NDA Responds to Misleading CWD Article
The following is a letter to the editor of the Altoona Mirror in Pennsylvania by NDA president and CEO, Nick Pinizzotto in response to a misleading article about ways CWD is spread that was published by the paper:
I am writing in response to the November 3, 2019 article, Spread of CWD remains unclear, written by staff writer Russ O’Reilly for the Altoona Mirror. While those of us working to slow the spread of CWD across the country appreciate coverage on this important topic, the headline and subsequent article was misleading and in some cases inaccurate. While it is fair to say that there remain many unknowns when it comes to CWD, we have learned a lot about how it spreads in the past decade.
Studies show prions—defective proteins that cause CWD—can be spread through direct deer-to-deer contact or through contact with infected environments. We know infected deer shed prions in saliva, urine, and feces, and once in the soil these prions can remain infectious for years.
Some studies also suggest scavengers may play a role in disease transmission. While it has been shown in laboratory studies that crows and coyotes fed CWD prions later defecate them, there is zero evidence that this has led to disease transmission in either free-ranging or captive deer. If scavengers would play a role in CWD transmission, it is likely much smaller than transmission through direct deer-to-deer contact or through contaminated environments.
Movement of high-risk deer parts, however, is a big risk for spreading CWD to new areas.
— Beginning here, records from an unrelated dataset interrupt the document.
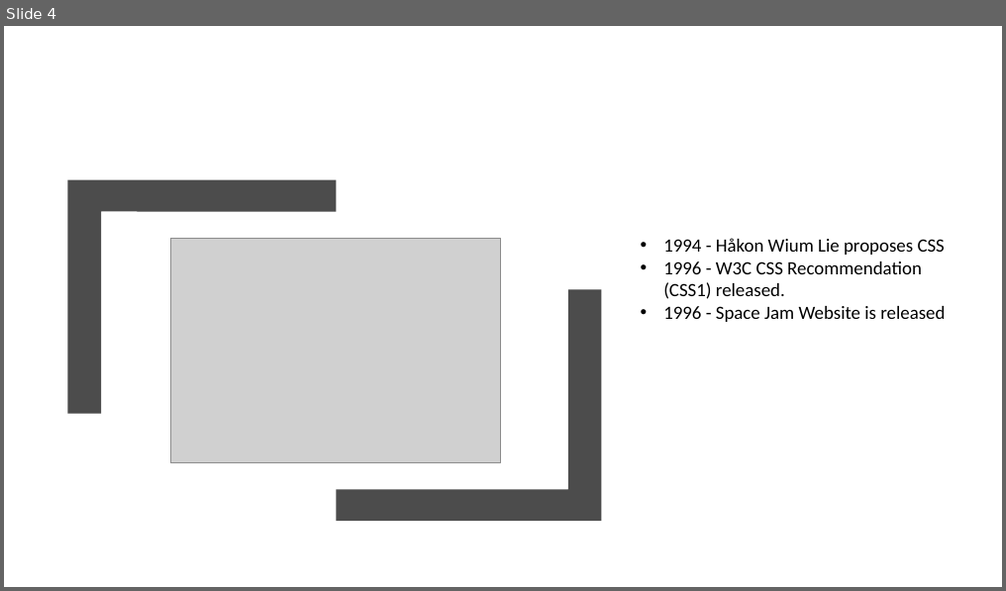
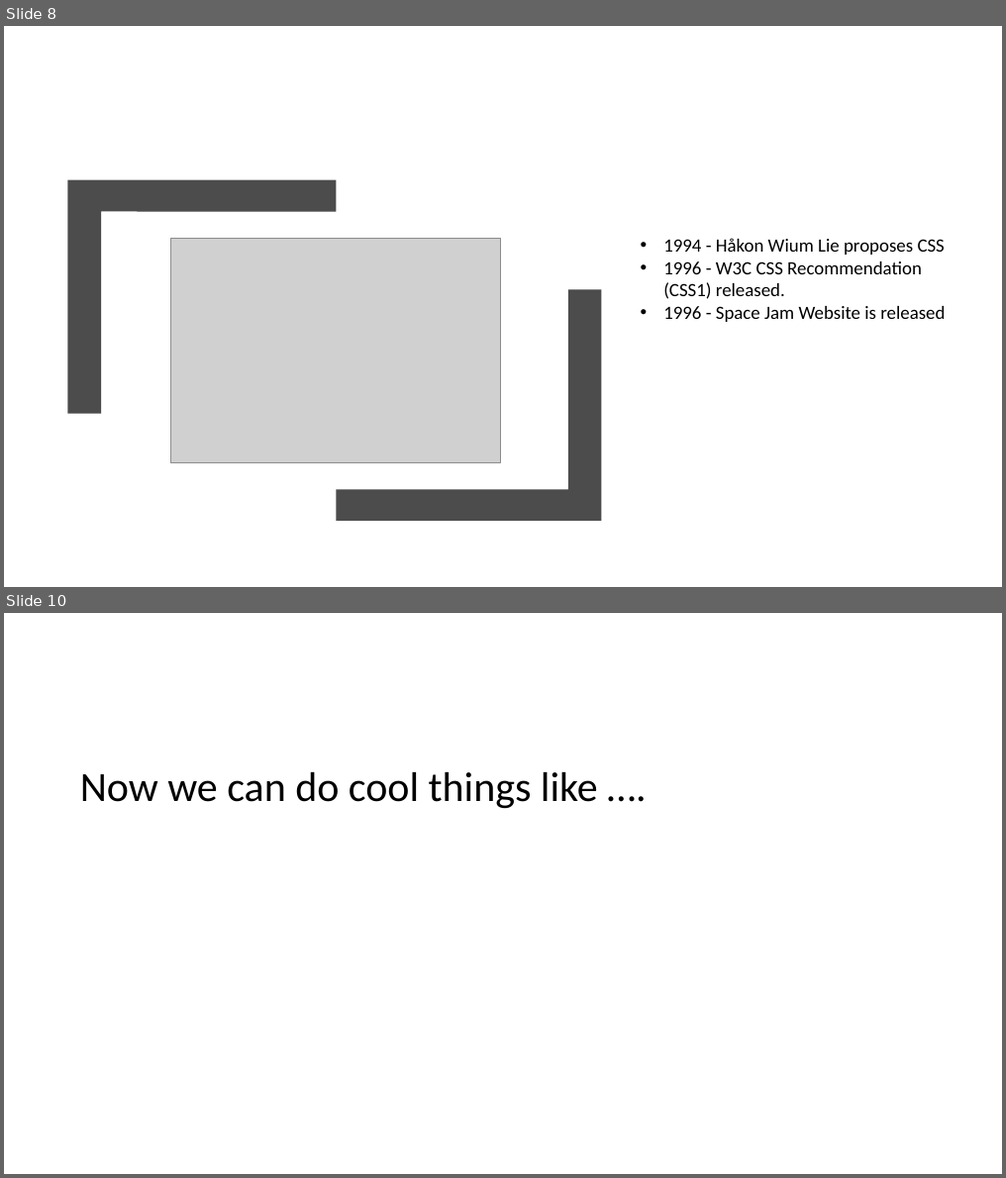
Before and after one commit to andrewsunglaekim/history-of-fefw, a slide deck: deck.pptx. Shown one above the other, each under a label of ours: slide 4 before the commit, slides 8 and 10 after it; the slides between them are not shown. The pictures are 1006x591 and 1006x1178 pixels, drawn with LibreOffice and Linux fonts; fonts in the diff are those of the drawing; grey boxes stand for pictures; background and template pictures are left out. Boxes give left, top, right and bottom in pixels: in the first picture for what was removed or moved away, otherwise in the second. Text is boxed around its words. In the diff, an @@ line names an element or a change of style, - is before the commit and + after.

```diff
--- a/deck.pptx
+++ b/deck.pptx
@@ slide 10 added at (4, 613, 1002, 1174), background #FFFFFF @@
@@ text added at (80, 772, 598, 809), 40 pt, text #000000 @@
+Now we can do cool things like ….
@@ what was slide 4 is now slide 8 @@
```
Also in this commit, not shown: 1 slide changed, 5 other slides added, 4 other files.

The brain, eyes, tonsils, lymph nodes (in the head), spinal cord, and spleen are considered high-risk because of higher concentrations of prions in these parts. Transporting these parts out of a disease management area and dumping these parts on the landscape increases the risk of exposing a healthy deer to the disease or creating a “hot spot” by contaminating the soil in that area.
With no way to cure CWD in deer or method to clean prions from the soil, we must limit the spreading of this disease to new areas. Therefore, hunters who harvest deer in a disease management area (DMA) are prohibited from transporting high-risk deer parts out of the DMA.
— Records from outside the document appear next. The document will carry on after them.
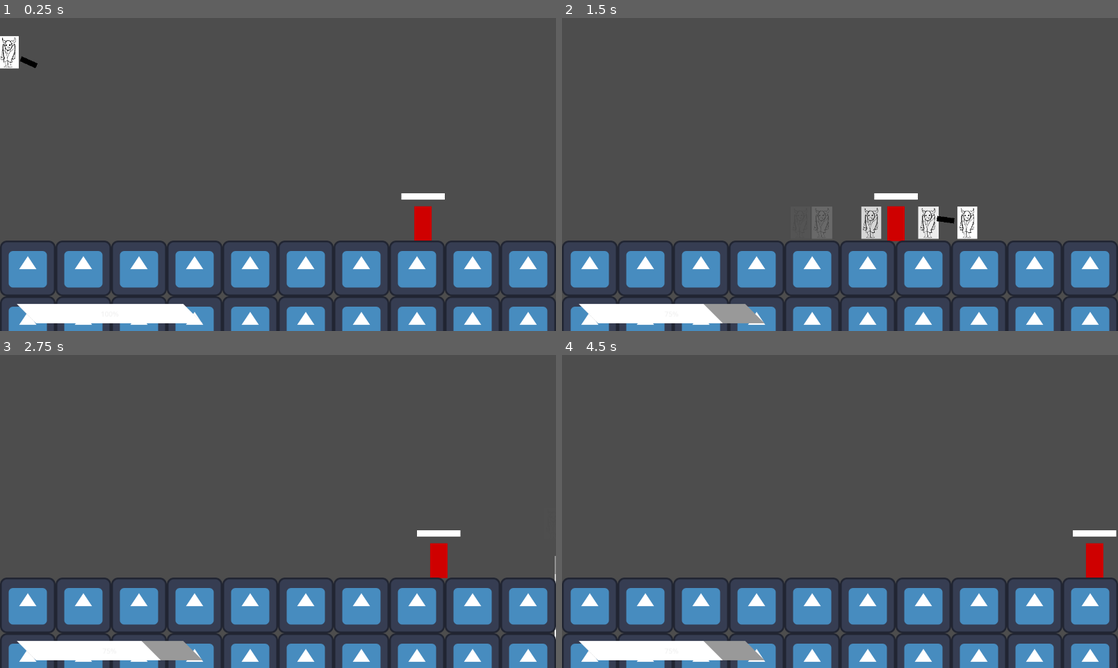
Above: before the commit, frames 1-4 (two rows, left to right).
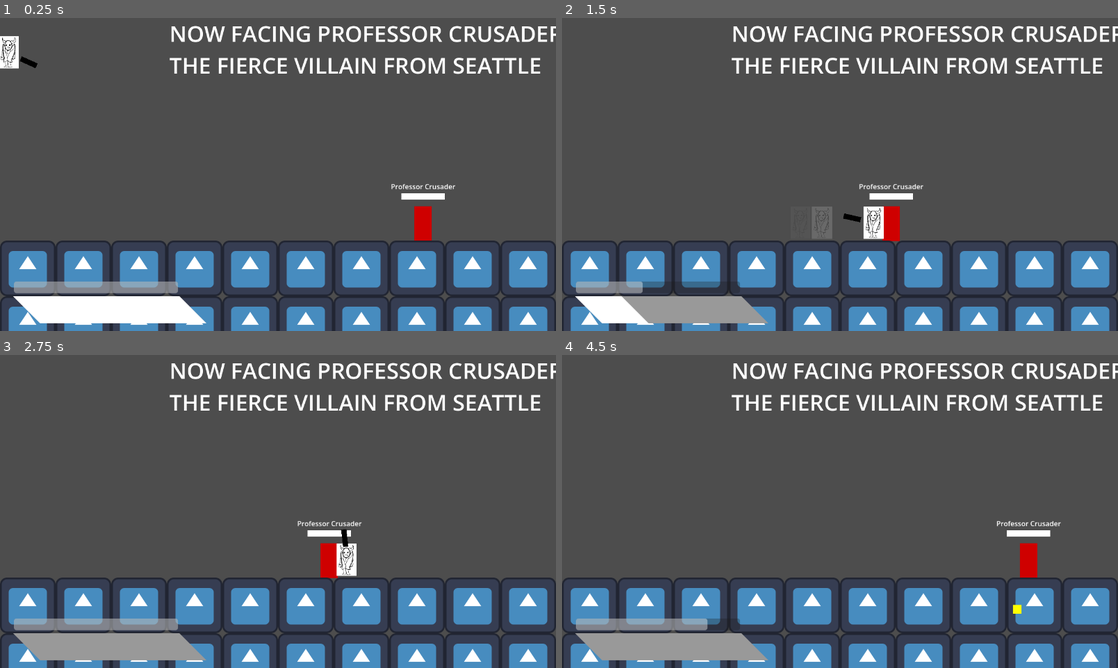
Above: after the commit, the same moments.

Repository: kryscw/Superhero-Project-X
Game: Godot game, scene res://Scenes/main.tscn
Same seed, same stepped clock (60 frames per second), same inputs: the game is played once before the commit and once after it. The engine's default icon, where the game draws it, is replaced by a stand-in: a white triangle on a blue panel in a dark square.
Inputs (mouse positions are in pixels of both pictures, inside the frame that each line leads up to):
- Up to frame 1 (0.25 s): no input
- Up to frame 2 (1.5 s): move the mouse to (962, 158) at 0.52 s; hold D (right) from 0.53 s (still down); right-click (962, 158) at 0.6 s; tap Space (jump) at 0.77 s; move the mouse to (728, 190) at 1.27 s; right-click (728, 190) at 1.35 s
- Up to frame 3 (2.75 s): tap Space (jump) at 1.52 s; move the mouse to (333, 442) at 2.02 s; release D (right) at 2.03 s; hold A (left) from 2.03 s (still down); click (333, 442) at 2.1 s; right-click (333, 442) at 2.3 s
- Up to frame 4 (4.5 s): move the mouse to (812, 574) at 2.77 s; release A (left) at 2.78 s; hold D (right) 2.78-4.28 s; right-click (812, 574) at 2.85 s; tap Space (jump) at 3.02, 3.77 s; move the mouse to (1006, 558) at 3.52 s; right-click (1006, 558) at 3.6 s; move the mouse to (673, 464) at 4.27 s; hold A (left) from 4.28 s (still down); click (673, 464) at 4.35 s

The runs differ from the first frame. In frame 1, 5.0% of the frame differs, in the area x 2-100%, y 2-98%; in frame 2, 6.8%; in frame 3, 7.8%; in frame 4, 7.3%.

Commit message:
Remap strength and power vals to damage and maxhealth

Diff:
--- a/Scenes/Enemy.tscn
+++ b/Scenes/Enemy.tscn
@@ -40,6 +40,13 @@
 offset_bottom = 40.0
 color = Color(0.8115776, 1.853034e-06, 3.85046e-07, 1)
 
+[node name="nameLabel" type="Label" parent="." unique_id=1477549418]
+offset_left = -93.0
+offset_top = -97.0
+offset_right = 94.0
+offset_bottom = -74.0
+horizontal_alignment = 1
+
 [node name="healthBar" type="ProgressBar" parent="." unique_id=270579407]
 offset_left = -50.0
 offset_top = -70.0
--- a/Scenes/enemy.gd
+++ b/Scenes/enemy.gd
@@ -2,11 +2,18 @@
 
 @onready var player = get_tree().current_scene.get_node("Player")
 var speed = 200.0
-var health = 100
+var maxHealth = 100
+var health = maxHealth
 var damage = 25
+var damageDealing = 25
+var enemy_name
+var power
+var strength
+var magic
+var hometown
 
 func _process(delta: float) -> void:
-	$healthBar.value = health
+	$healthBar.value = remap(health, 0, maxHealth, 0.0, 100)
 	velocity = (player.global_position - global_position).normalized() * speed
 	velocity.y += 800
 	move_and_slide()
@@ -20,7 +27,7 @@
 
 
 ## ── Pick a random enemy ─────────────────────────
-var enemies = []
+var enemies = superIndex.villains
 var shuffled_enemies = []
 var enemy_index = 0
 
@@ -28,6 +35,7 @@
 func _ready():
 	shuffled_enemies = enemies.duplicate()
 	shuffled_enemies.shuffle()
+	_pick_random_enemy()
 
 func _pick_random_enemy() -> void:
 	if shuffled_enemies.is_empty():
@@ -40,7 +48,20 @@
 	var e = shuffled_enemies[enemy_index]
 	enemy_index += 1
 
-	var enemy_name = e["name"]
-	var power      = e["power"]
-	var strength   = e["strength"]
-	var magic      = e["magic"]
+	enemy_name = e["name"]
+	power = e["power"]
+	strength = e["strength"]
+	magic = e["magic"]
+	hometown = e["hometown"]
+
+	$nameLabel.text = enemy_name
+
+	print("PICKED " + str(enemy_name).to_upper() + " THE FIERCE VILLAIN FROM " + str(hometown).to_upper())
+
+	get_tree().current_scene.announceReady()
+
+	print(power)
+	maxHealth = remap(power, 0, 30, 0, 200)
+	health = maxHealth
+	print(strength)
+	damageDealing = remap(strength, 0, 30, 0, 50)
--- a/Scenes/main.gd
+++ b/Scenes/main.gd
@@ -1 +1,6 @@
 extends Node2D
+
+func announceReady():
+	$CanvasLayer/enemyLabel.text = "NOW FACING " + $Enemy.enemy_name.to_upper()
+
+	$CanvasLayer/underEnemyLabel.text = "THE FIERCE VILLAIN FROM " + $Enemy.hometown.to_upper()
--- a/Scenes/main.tscn
+++ b/Scenes/main.tscn
@@ -71,14 +71,26 @@
 
 [node name="CanvasLayer" type="CanvasLayer" parent="Player" unique_id=1480351033]
 
+[node name="dashBar" type="ProgressBar" parent="Player/CanvasLayer" unique_id=1308938094]
+offset_left = 32.0
+offset_top = 606.0
+offset_right = 410.0
+offset_bottom = 633.0
+value = 100.0
+show_percentage = false
+
 [node name="healthBar" type="ProgressBar" parent="Player/CanvasLayer" unique_id=677803011]
 offset_left = 61.0
-offset_top = 658.0
+offset_top = 640.0
 offset_right = 444.0
 offset_bottom = 702.0
 theme_override_styles/background = SubResource("StyleBoxFlat_kry3j")
 theme_override_styles/fill = SubResource("StyleBoxFlat_21xkr")
 value = 100.0
+show_percentage = false
+
+[node name="dashTimer" type="Timer" parent="Player/CanvasLayer" unique_id=1434281301]
+wait_time = 0.1
 
 [node name="Sprite2D" type="Sprite2D" parent="Player" unique_id=1137542419]
 position = Vector2(20, 39)
@@ -116,4 +128,22 @@
 [node name="Node" type="Node2D" parent="." unique_id=2077973476]
 script = ExtResource("4_6bp64")
 
+[node name="CanvasLayer" type="CanvasLayer" parent="." unique_id=2106179808]
+
+[node name="enemyLabel" type="Label" parent="CanvasLayer" unique_id=1196273812]
+offset_left = 390.0
+offset_right = 869.0
+offset_bottom = 70.0
+theme_override_font_sizes/font_size = 51
+text = "THE FIERCE VILLIAN"
+
+[node name="underEnemyLabel" type="Label" parent="CanvasLayer" unique_id=440991946]
+offset_left = 390.0
+offset_top = 73.0
+offset_right = 869.0
+offset_bottom = 143.0
+theme_override_font_sizes/font_size = 51
+text = "THE FIERCE VILLIAN"
+
+[connection signal="timeout" from="Player/CanvasLayer/dashTimer" to="Player" method="_on_dash_timer_timeout"]
 [connection signal="body_shape_entered" from="Player/Area2D" to="Player" method="damage_area_entered"]
--- a/Scenes/player.gd
+++ b/Scenes/player.gd
@@ -11,6 +11,9 @@
 @onready var jumpVelocity: float = ((2.0 * jumpHeight) / jumpTimeToPeak) * -1
 
 var health: int = 100
+var dash: int = 100
+
+
 
 func _physics_process(delta: float) -> void:
 
@@ -25,12 +28,15 @@
 	else:
 		addFriction()
 
-	if Input.is_action_just_pressed("dash") && self.get_collision_layer_value(2) == true:
+	if Input.is_action_just_pressed("dash") && self.get_collision_layer_value(2) == true && dash == 100:
 		velocity.x += input_dir.x * 1800
 		self.set_collision_layer_value(2, false)
 		self.set_collision_mask_value(2, false)
 		$Area2D/CollisionShape2D.disabled = true
 		$afterImage.emitting = true
+		$CanvasLayer/dashTimer.start()
+		dash = 0
+		$CanvasLayer/dashBar.value = dash
 		await get_tree().create_timer(0.5).timeout
 		self.set_collision_layer_value(2, true)
 		self.set_collision_mask_value(2, true)
@@ -62,4 +68,11 @@
 
 func damage_area_entered(body_rid: RID, body: Node2D, body_shape_index: int, local_shape_index: int) -> void:
 	if body.name.contains("Enemy"):
-		health -= 25
+		health -= body.damageDealing
+
+
+func _on_dash_timer_timeout() -> void:
+	dash += 5
+	$CanvasLayer/dashBar.value = dash
+	if dash == 100:
+		$CanvasLayer/dashTimer.stop()
--- a/SuperHero.gd
+++ b/SuperHero.gd
@@ -30,7 +30,6 @@
 		if data.size() < 2:
 			continue
 
-		# 👇 GET LAST COLUMN (THIS FIXES EVERYTHING)
 		var is_villain_raw = data[data.size() - 1].strip_edges().to_lower()
 
 		var is_villain = (is_villain_raw == "true")
@@ -39,7 +38,8 @@
 			"name": data[0].strip_edges(),
 			"power": int(data[1]),
 			"strength": int(data[2]),
-			"magic": int(data[3])
+			"magic": int(data[3]),
+			"hometown": data[13].strip_edges()
 		}
 
 		if is_villain:

Options are available for hunters who harvest deer within a DMA to properly dispose of their high-risk deer parts through a commercial trash service that goes to a lined landfill. However, hunters who hunt within the DMA but need to take their deer home outside of the DMA have two other options: 1) dispose of high-risk parts in lined dumpsters provided by the Game Commission or 2) leave the high-risk parts on the landscape close to the kill site.
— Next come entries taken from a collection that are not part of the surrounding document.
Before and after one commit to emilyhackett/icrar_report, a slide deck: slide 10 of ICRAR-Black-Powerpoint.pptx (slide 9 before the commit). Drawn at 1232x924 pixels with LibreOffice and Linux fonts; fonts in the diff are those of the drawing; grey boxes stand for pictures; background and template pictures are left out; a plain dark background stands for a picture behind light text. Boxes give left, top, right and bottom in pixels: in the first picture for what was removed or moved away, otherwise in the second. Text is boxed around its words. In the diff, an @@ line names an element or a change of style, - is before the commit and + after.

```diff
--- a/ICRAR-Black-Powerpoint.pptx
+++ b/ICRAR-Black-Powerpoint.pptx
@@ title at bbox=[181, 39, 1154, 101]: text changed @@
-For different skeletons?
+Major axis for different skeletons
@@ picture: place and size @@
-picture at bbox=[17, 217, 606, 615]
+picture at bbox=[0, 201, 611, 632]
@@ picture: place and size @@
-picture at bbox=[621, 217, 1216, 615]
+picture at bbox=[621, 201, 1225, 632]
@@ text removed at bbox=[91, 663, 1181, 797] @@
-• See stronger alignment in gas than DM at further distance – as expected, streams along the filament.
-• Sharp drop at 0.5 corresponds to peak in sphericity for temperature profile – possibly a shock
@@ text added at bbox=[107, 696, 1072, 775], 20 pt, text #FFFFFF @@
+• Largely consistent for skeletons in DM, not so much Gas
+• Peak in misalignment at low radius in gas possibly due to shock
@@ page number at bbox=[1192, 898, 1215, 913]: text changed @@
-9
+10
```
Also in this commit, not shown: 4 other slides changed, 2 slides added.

Yes, these methods of disposal are not perfect, and allow for scavengers to encounter the carcasses. However, they do provide hunters who live outside of a DMA with an option that will help reduce the spread of CWD to new uninfected areas. It is important that hunters continue to hunt in DMAs to help achieve harvest goals, and it’s equally important that deer harvested there do not get moved to new areas.